▸ **Problem to work on**
Pictures in the records are to be excluded from an otherwise exact copy.

[Stored data entries]
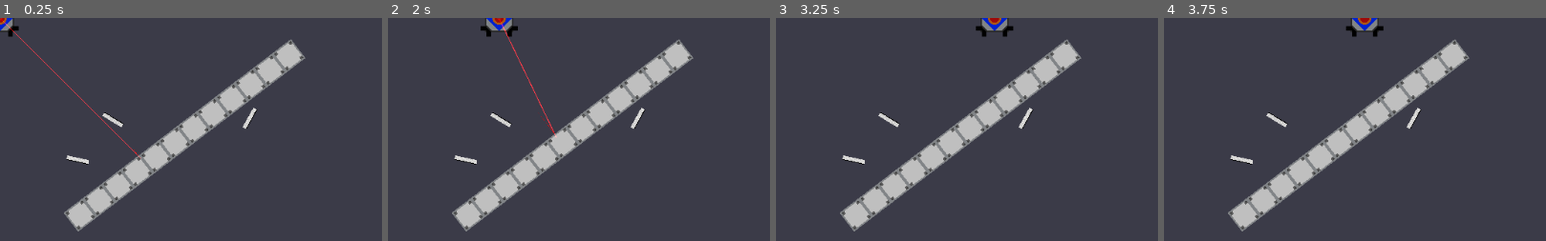
Above: before the commit, frames 1-4 (left to right).
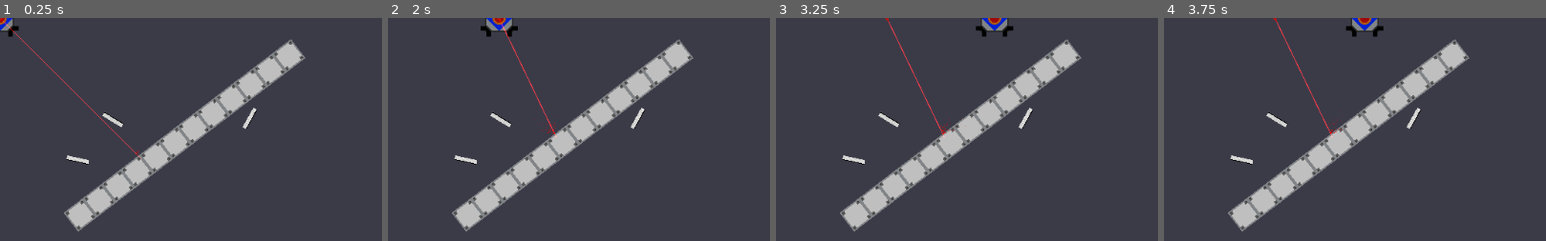
Above: after the commit, the same moments.

Repository: Call-Me-Sir/Calan-Game2021
Game: Godot game, scene res://Level 1.tscn
Same seed, same stepped clock (60 frames per second), same inputs: the game is played once before the commit and once after it.
Inputs (mouse positions are % of the whole screen's width and height, from its top left):
- Up to frame 1 (0.25 s): no input
- Up to frame 2 (2 s): tap Enter at 0.5 s; move the mouse to (72, 45) at 0.52 s; hold D (ui_right) 0.53-1.28 s; move the mouse to (30, 55) at 1.27 s; hold Ctrl (slowdown) from 1.28 s (still down)
- Up to frame 3 (3.25 s): tap Space at 2 s; move the mouse to (60, 28) at 2.02 s; release Ctrl (slowdown) at 2.03 s; hold D (ui_right) 2.03-2.78 s; move the mouse to (45, 70) at 2.77 s; hold Shift (speedup) from 2.78 s (still down)
- Up to frame 4 (3.75 s): tap Enter at 3.5 s; move the mouse to (80, 65) at 3.52 s; release Shift (speedup) at 3.53 s; hold A (ui_left) from 3.53 s (still down)
The pictures show only the part of the screen within x 0-50%, y 0-50%; the shares and areas given below are measured in that part.

The runs differ from the first frame. In frame 1, less than 0.1% of the frame differs, in the area x 35-37%, y 58-62%; in frame 2, less than 0.1%; in frame 3, 0.3%, in the area x 28-49%, y 0-54%; in frame 4, 0.3%.

Commit message:
Can now deploy red laser

Diff:
--- a/RayArray/Playerspaceshipkinematic.tscn
+++ b/RayArray/Playerspaceshipkinematic.tscn
@@ -12,6 +12,11 @@
 
 [sub_resource type="SpriteFrames" id=1]
 animations = [ {
+"frames": [ ExtResource( 9 ) ],
+"loop": false,
+"name": "Full Right",
+"speed": 5.0
+}, {
 "frames": [ ExtResource( 10 ) ],
 "loop": true,
 "name": "Small Right",
@@ -21,11 +26,6 @@
 "loop": false,
 "name": "Thrust Right",
 "speed": 15.0
-}, {
-"frames": [ ExtResource( 9 ) ],
-"loop": false,
-"name": "Full Right",
-"speed": 5.0
 } ]
 
 [sub_resource type="CircleShape2D" id=2]
--- a/RayArray/Red Laser Contraption.tscn
+++ b/RayArray/Red Laser Contraption.tscn
@@ -12,7 +12,6 @@
 
 [sub_resource type="ParticlesMaterial" id=3]
 flag_disable_z = true
-spread = 0.0
 gravity = Vector3( 0, 0, 0 )
 initial_velocity = 100.0
 initial_velocity_random = 0.7
--- a/RayArray/ReflectorCast.tscn
+++ b/RayArray/ReflectorCast.tscn
@@ -11,7 +11,6 @@
 
 [sub_resource type="ParticlesMaterial" id=3]
 flag_disable_z = true
-spread = 0.0
 gravity = Vector3( 0, 0, 0 )
 initial_velocity = 100.0
 initial_velocity_random = 0.7
--- a/RayArray/Scripts/Playerspaceshipkinematic.gd
+++ b/RayArray/Scripts/Playerspaceshipkinematic.gd
@@ -10,13 +10,9 @@
 var velocity = Vector2.ZERO
 var max_ray_cast = 1000
 
-
+onready var red_laser = preload("res://Red Laser Contraption.tscn")
 onready var _animated_sprite = $SpaceshipThrust
-onready var beam = $RayCast2D/Beam
-onready var beam_end = $RayCast2D/End
-onready var ray = $RayCast2D
-onready var new_ray = preload("res://ReflectorCast.tscn")
-var reflector_ray = null
+var world_laser = null
 
 func set_speed(s,f):
 	speed = s
@@ -24,7 +20,15 @@
 
 func deploy_check():
 	if Input.is_action_just_pressed("Deploy&Pickup"):
-		remove_child($"Red Laser Contraption")
+		if world_laser == null:
+			world_laser = red_laser.instance()
+			world_laser.global_position = $"Red Laser Contraption".global_position
+			world_laser.global_rotation = get_local_mouse_position().angle()
+			get_parent().add_child(world_laser)
+			remove_child($"Red Laser Contraption")
+		else:
+			pass
+
 
 func thrust_animation():
 	if Input.is_action_pressed("ui_right") and Input.is_action_pressed("slowdown"):
@@ -37,7 +41,7 @@
 		_animated_sprite.play("Thrust Right", true)
 
 
-func _process(delta):
+func _process(_delta):
 	var input_velocity = Vector2.ZERO
 	# Check input for "desired" velocity
 	input_velocity.x = Input.get_action_strength("ui_right")-Input.get_action_strength("ui_left")
--- a/RayArray/Scripts/RedLaserScript.gd
+++ b/RayArray/Scripts/RedLaserScript.gd
@@ -14,7 +14,7 @@
 		if get_parent().name == "Playerspaceshipkinematic":
 			pass
 
-func _physics_process(delta):
+func _physics_process(_delta):
 	beam.region_rect.end.x = beam_end.position.length()
 	deploy_check()
 	check_ray_collision()
--- a/RayArray/Scripts/ReflectorCast.gd
+++ b/RayArray/Scripts/ReflectorCast.gd
@@ -56,7 +56,7 @@
 # Called when the node enters the scene tree for the first time.
 
 
-func ray_casting(delta):
+func ray_casting(_delta):
 	#ray.cast_to =
 	pass

▸ **Written answer**
Above: before the commit, frames 1-4 (left to right).
Above: after the commit, the same moments.

Repository: Call-Me-Sir/Calan-Game2021
Game: Godot game, scene res://Level 1.tscn
Same seed, same stepped clock (60 frames per second), same inputs: the game is played once before the commit and once after it.
Inputs (mouse positions are % of the whole screen's width and height, from its top left):
- Up to frame 1 (0.25 s): no input
- Up to frame 2 (2 s): tap Enter at 0.5 s; move the mouse to (72, 45) at 0.52 s; hold D (ui_right) 0.53-1.28 s; move the mouse to (30, 55) at 1.27 s; hold Ctrl (slowdown) from 1.28 s (still down)
- Up to frame 3 (3.25 s): tap Space at 2 s; move the mouse to (60, 28) at 2.02 s; release Ctrl (slowdown) at 2.03 s; hold D (ui_right) 2.03-2.78 s; move the mouse to (45, 70) at 2.77 s; hold Shift (speedup) from 2.78 s (still down)
- Up to frame 4 (3.75 s): tap Enter at 3.5 s; move the mouse to (80, 65) at 3.52 s; release Shift (speedup) at 3.53 s; hold A (ui_left) from 3.53 s (still down)
The pictures show only the part of the screen within x 0-50%, y 0-50%; the shares and areas given below are measured in that part.

The runs differ from the first frame. In frame 1, less than 0.1% of the frame differs, in the area x 35-37%, y 58-62%; in frame 2, less than 0.1%; in frame 3, 0.3%, in the area x 28-49%, y 0-54%; in frame 4, 0.3%.

Commit message:
Can now deploy red laser

Diff:
--- a/RayArray/Playerspaceshipkinematic.tscn
+++ b/RayArray/Playerspaceshipkinematic.tscn
@@ -12,6 +12,11 @@
 
 [sub_resource type="SpriteFrames" id=1]
 animations = [ {
+"frames": [ ExtResource( 9 ) ],
+"loop": false,
+"name": "Full Right",
+"speed": 5.0
+}, {
 "frames": [ ExtResource( 10 ) ],
 "loop": true,
 "name": "Small Right",
@@ -21,11 +26,6 @@
 "loop": false,
 "name": "Thrust Right",
 "speed": 15.0
-}, {
-"frames": [ ExtResource( 9 ) ],
-"loop": false,
-"name": "Full Right",
-"speed": 5.0
 } ]
 
 [sub_resource type="CircleShape2D" id=2]
--- a/RayArray/Red Laser Contraption.tscn
+++ b/RayArray/Red Laser Contraption.tscn
@@ -12,7 +12,6 @@
 
 [sub_resource type="ParticlesMaterial" id=3]
 flag_disable_z = true
-spread = 0.0
 gravity = Vector3( 0, 0, 0 )
 initial_velocity = 100.0
 initial_velocity_random = 0.7
--- a/RayArray/ReflectorCast.tscn
+++ b/RayArray/ReflectorCast.tscn
@@ -11,7 +11,6 @@
 
 [sub_resource type="ParticlesMaterial" id=3]
 flag_disable_z = true
-spread = 0.0
 gravity = Vector3( 0, 0, 0 )
 initial_velocity = 100.0
 initial_velocity_random = 0.7
--- a/RayArray/Scripts/Playerspaceshipkinematic.gd
+++ b/RayArray/Scripts/Playerspaceshipkinematic.gd
@@ -10,13 +10,9 @@
 var velocity = Vector2.ZERO
 var max_ray_cast = 1000
 
-
+onready var red_laser = preload("res://Red Laser Contraption.tscn")
 onready var _animated_sprite = $SpaceshipThrust
-onready var beam = $RayCast2D/Beam
-onready var beam_end = $RayCast2D/End
-onready var ray = $RayCast2D
-onready var new_ray = preload("res://ReflectorCast.tscn")
-var reflector_ray = null
+var world_laser = null
 
 func set_speed(s,f):
 	speed = s
@@ -24,7 +20,15 @@
 
 func deploy_check():
 	if Input.is_action_just_pressed("Deploy&Pickup"):
-		remove_child($"Red Laser Contraption")
+		if world_laser == null:
+			world_laser = red_laser.instance()
+			world_laser.global_position = $"Red Laser Contraption".global_position
+			world_laser.global_rotation = get_local_mouse_position().angle()
+			get_parent().add_child(world_laser)
+			remove_child($"Red Laser Contraption")
+		else:
+			pass
+
 
 func thrust_animation():
 	if Input.is_action_pressed("ui_right") and Input.is_action_pressed("slowdown"):
@@ -37,7 +41,7 @@
 		_animated_sprite.play("Thrust Right", true)
 
 
-func _process(delta):
+func _process(_delta):
 	var input_velocity = Vector2.ZERO
 	# Check input for "desired" velocity
 	input_velocity.x = Input.get_action_strength("ui_right")-Input.get_action_strength("ui_left")
--- a/RayArray/Scripts/RedLaserScript.gd
+++ b/RayArray/Scripts/RedLaserScript.gd
@@ -14,7 +14,7 @@
 		if get_parent().name == "Playerspaceshipkinematic":
 			pass
 
-func _physics_process(delta):
+func _physics_process(_delta):
 	beam.region_rect.end.x = beam_end.position.length()
 	deploy_check()
 	check_ray_collision()
--- a/RayArray/Scripts/ReflectorCast.gd
+++ b/RayArray/Scripts/ReflectorCast.gd
@@ -56,7 +56,7 @@
 # Called when the node enters the scene tree for the first time.
 
 
-func ray_casting(delta):
+func ray_casting(_delta):
 	#ray.cast_to =
 	pass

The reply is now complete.